§ **Task item**:
Pictures excluded, return the lines below from the first through the line holding "outline = outline.lineTo(start".

(Source data)
━━━━━━━━━━━━━━━━━━━━

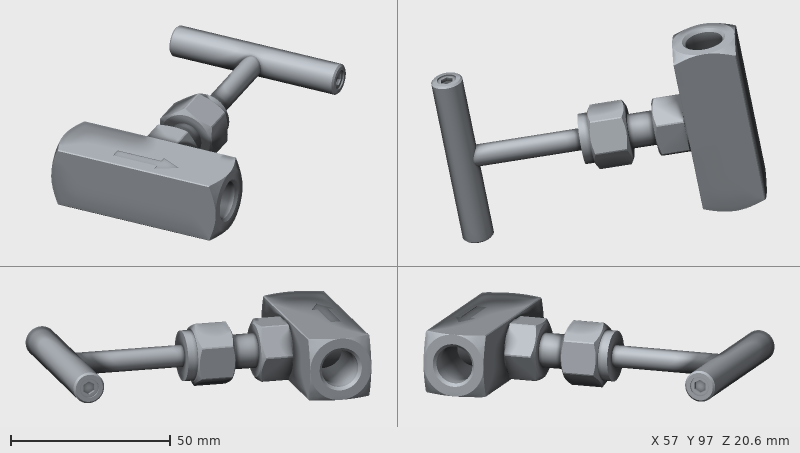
import cadquery as cq
import math

body_length = 57.0
body_width = 20.0
body_edge_chamfer = 0.3
turning_angle = 30

port_diameter = 11.9
port_mouth_diameter = 13.8
bonnet_stub_diameter = 16.0

hex_flats = 18.0
hex_corner_diameter = 20.6
hex_face_diameter = 16.9
packing_nut_twist = 26

body_side = body_width / 2
overall_length = 97
bonnet_hex_start = body_side + 0.5
bonnet_hex_end = 20.3
packing_nut_start = 28.6
packing_nut_end = 40.8
collar_end = 43.9

bonnet_neck_diameter = 11.0
collar_diameter = 16.0
stem_diameter = 7.0

handle_diameter = 10.0
handle_length = body_length
handle_chamfer = 0.6
handle_y = overall_length - body_side - handle_diameter / 2

screw_hole_diameter = 6.2
screw_hole_depth = 0.5
socket_flats = 3.7
socket_depth = 1.2

arrow_start = -9.1
arrow_neck = 6.0
arrow_tip = 12.8
arrow_y = -3.8
arrow_shaft_width = 3.3
arrow_head_width = 7.2
arrow_depth = 0.2


def y_cylinder(diameter, start, end):
    """Cylinder on the stem axis between two Y stations."""
    plane = cq.Workplane("XZ", origin=(0, start, 0))
    return plane.circle(diameter / 2).extrude(start - end)


def turned_blank(axis_plane, start, end, radius, start_face_radius, end_face_radius):
    """Round blank along the plane's local X, with sloped rims down to the two face radii."""
    slope = math.tan(math.radians(turning_angle))
    start_drop = (radius - start_face_radius) * slope
    end_drop = (radius - end_face_radius) * slope
    outline = cq.Workplane(axis_plane).moveTo(start, 0).lineTo(start, start_face_radius)
    if start_drop > 0:
        outline = outline.lineTo(start + start_drop, radius)
    outline = outline.lineTo(end - end_drop, radius)
    outline = outline.lineTo(end, end_face_radius).lineTo(end, 0).close()
    return outline.revolve(360, (0, 0), (1, 0))


def turned_hexagon(start, end, twist, start_face_diameter):
    """Hexagon along Y with its corners turned down; at no twist two corners lie on X."""
    corner_to_corner = hex_flats / math.cos(math.pi / 6)
    prism = (
        cq.Workplane("XZ", origin=(0, start, 0))
        .polygon(6, corner_to_corner)
        .extrude(start - end)
        .rotate((0, 0, 0), (0, 1, 0), twist)
    )
    blank = turned_blank(
        "YZ", start, end, hex_corner_diameter / 2, start_face_diameter / 2, hex_face_diameter / 2
    )
    return prism.intersect(blank)


def make_body():
    """Square bar with chamfered long edges and turned-down end corners."""
    bar = cq.Workplane("XY").box(body_length, body_width, body_width)
    bar = bar.edges("|X").chamfer(body_edge_chamfer)
    half_length = body_length / 2
    blank = turned_blank("XY", -half_length, half_length, body_width, body_side, body_side)
    return bar.intersect(blank)


def make_ports():
    """Bore with 45 degree mouths, interrupted in the middle by the bonnet stub."""
    half_length = body_length / 2
    mouth_depth = (port_mouth_diameter - port_diameter) / 2
    bore = (
        cq.Workplane("XY")
        .moveTo(-half_length, 0)
        .lineTo(-half_length, port_mouth_diameter / 2)
        .lineTo(-half_length + mouth_depth, port_diameter / 2)
        .lineTo(half_length - mouth_depth, port_diameter / 2)
        .lineTo(half_length, port_mouth_diameter / 2)
        .lineTo(half_length, 0)
        .close()
        .revolve(360, (0, 0), (1, 0))
    )
    return bore.cut(y_cylinder(bonnet_stub_diameter, -body_side, body_side))


def make_arrow():
    """Arrow pocket pointing along +X in the top face."""
    half_shaft = arrow_shaft_width / 2
    half_head = arrow_head_width / 2
    return (
        cq.Workplane("XY", origin=(0, arrow_y, body_width / 2))
        .moveTo(arrow_start, -half_shaft)
        .lineTo(arrow_neck, -half_shaft)
        .lineTo(arrow_neck, -half_head)
        .lineTo(arrow_tip, 0)
        .lineTo(arrow_neck, half_head)
        .lineTo(arrow_neck, half_shaft)
        .lineTo(arrow_start, half_shaft)
        .close()
        .extrude(-arrow_depth)
    )


def make_bonnet():
    """Bonnet hexagon with its seat on the body and its neck."""
    seat = y_cylinder(hex_flats, body_side, bonnet_hex_start)
    hexagon = turned_hexagon(bonnet_hex_start, bonnet_hex_end, 0, hex_corner_diameter)
    neck = y_cylinder(bonnet_neck_diameter, bonnet_hex_end, packing_nut_start)
    return seat.union(hexagon).union(neck)


def make_packing_nut():
    """Twisted hexagon nut with a round collar towards the handle."""
    hexagon = turned_hexagon(packing_nut_start, packing_nut_end, packing_nut_twist, hex_face_diameter)
    collar = y_cylinder(collar_diameter, packing_nut_end, collar_end)
    return hexagon.union(collar)


def make_handle():
    """Cross bar with chamfered ends and a recessed socket screw in each end."""
    half_length = handle_length / 2
    plane = cq.Workplane("YZ", origin=(-half_length, handle_y, 0))
    bar = plane.circle(handle_diameter / 2).extrude(handle_length)
    bar = bar.faces("<X or >X").chamfer(handle_chamfer)
    socket_corners = socket_flats / math.cos(math.pi / 6)
    recess = plane.circle(screw_hole_diameter / 2).extrude(screw_hole_depth)
    socket = (
        plane.transformed(rotate=(0, 0, 90))
        .polygon(6, socket_corners)
        .extrude(screw_hole_depth + socket_depth)
    )
    screw_cut = recess.union(socket)
    return bar.cut(screw_cut).cut(screw_cut.mirror("YZ"))


stem = y_cylinder(stem_diameter, collar_end, handle_y)

result = (
    make_body()
    .cut(make_ports())
    .cut(make_arrow())
    .union(make_bonnet())
    .union(make_packing_nut())
    .union(stem)
    .union(make_handle())
)

━━━━━━━━━━━━━━━━━━━━

§ **Reply**:
import cadquery as cq
import math

body_length = 57.0
body_width = 20.0
body_edge_chamfer = 0.3
turning_angle = 30

port_diameter = 11.9
port_mouth_diameter = 13.8
bonnet_stub_diameter = 16.0

hex_flats = 18.0
hex_corner_diameter = 20.6
hex_face_diameter = 16.9
packing_nut_twist = 26

body_side = body_width / 2
overall_length = 97
bonnet_hex_start = body_side + 0.5
bonnet_hex_end = 20.3
packing_nut_start = 28.6
packing_nut_end = 40.8
collar_end = 43.9

bonnet_neck_diameter = 11.0
collar_diameter = 16.0
stem_diameter = 7.0

handle_diameter = 10.0
handle_length = body_length
handle_chamfer = 0.6
handle_y = overall_length - body_side - handle_diameter / 2

screw_hole_diameter = 6.2
screw_hole_depth = 0.5
socket_flats = 3.7
socket_depth = 1.2

arrow_start = -9.1
arrow_neck = 6.0
arrow_tip = 12.8
arrow_y = -3.8
arrow_shaft_width = 3.3
arrow_head_width = 7.2
arrow_depth = 0.2


def y_cylinder(diameter, start, end):
    """Cylinder on the stem axis between two Y stations."""
    plane = cq.Workplane("XZ", origin=(0, start, 0))
    return plane.circle(diameter / 2).extrude(start - end)


def turned_blank(axis_plane, start, end, radius, start_face_radius, end_face_radius):
    """Round blank along the plane's local X, with sloped rims down to the two face radii."""
    slope = math.tan(math.radians(turning_angle))
    start_drop = (radius - start_face_radius) * slope
    end_drop = (radius - end_face_radius) * slope
    outline = cq.Workplane(axis_plane).moveTo(start, 0).lineTo(start, start_face_radius)
    if start_drop > 0:
        outline = outline.lineTo(start + start_drop, radius)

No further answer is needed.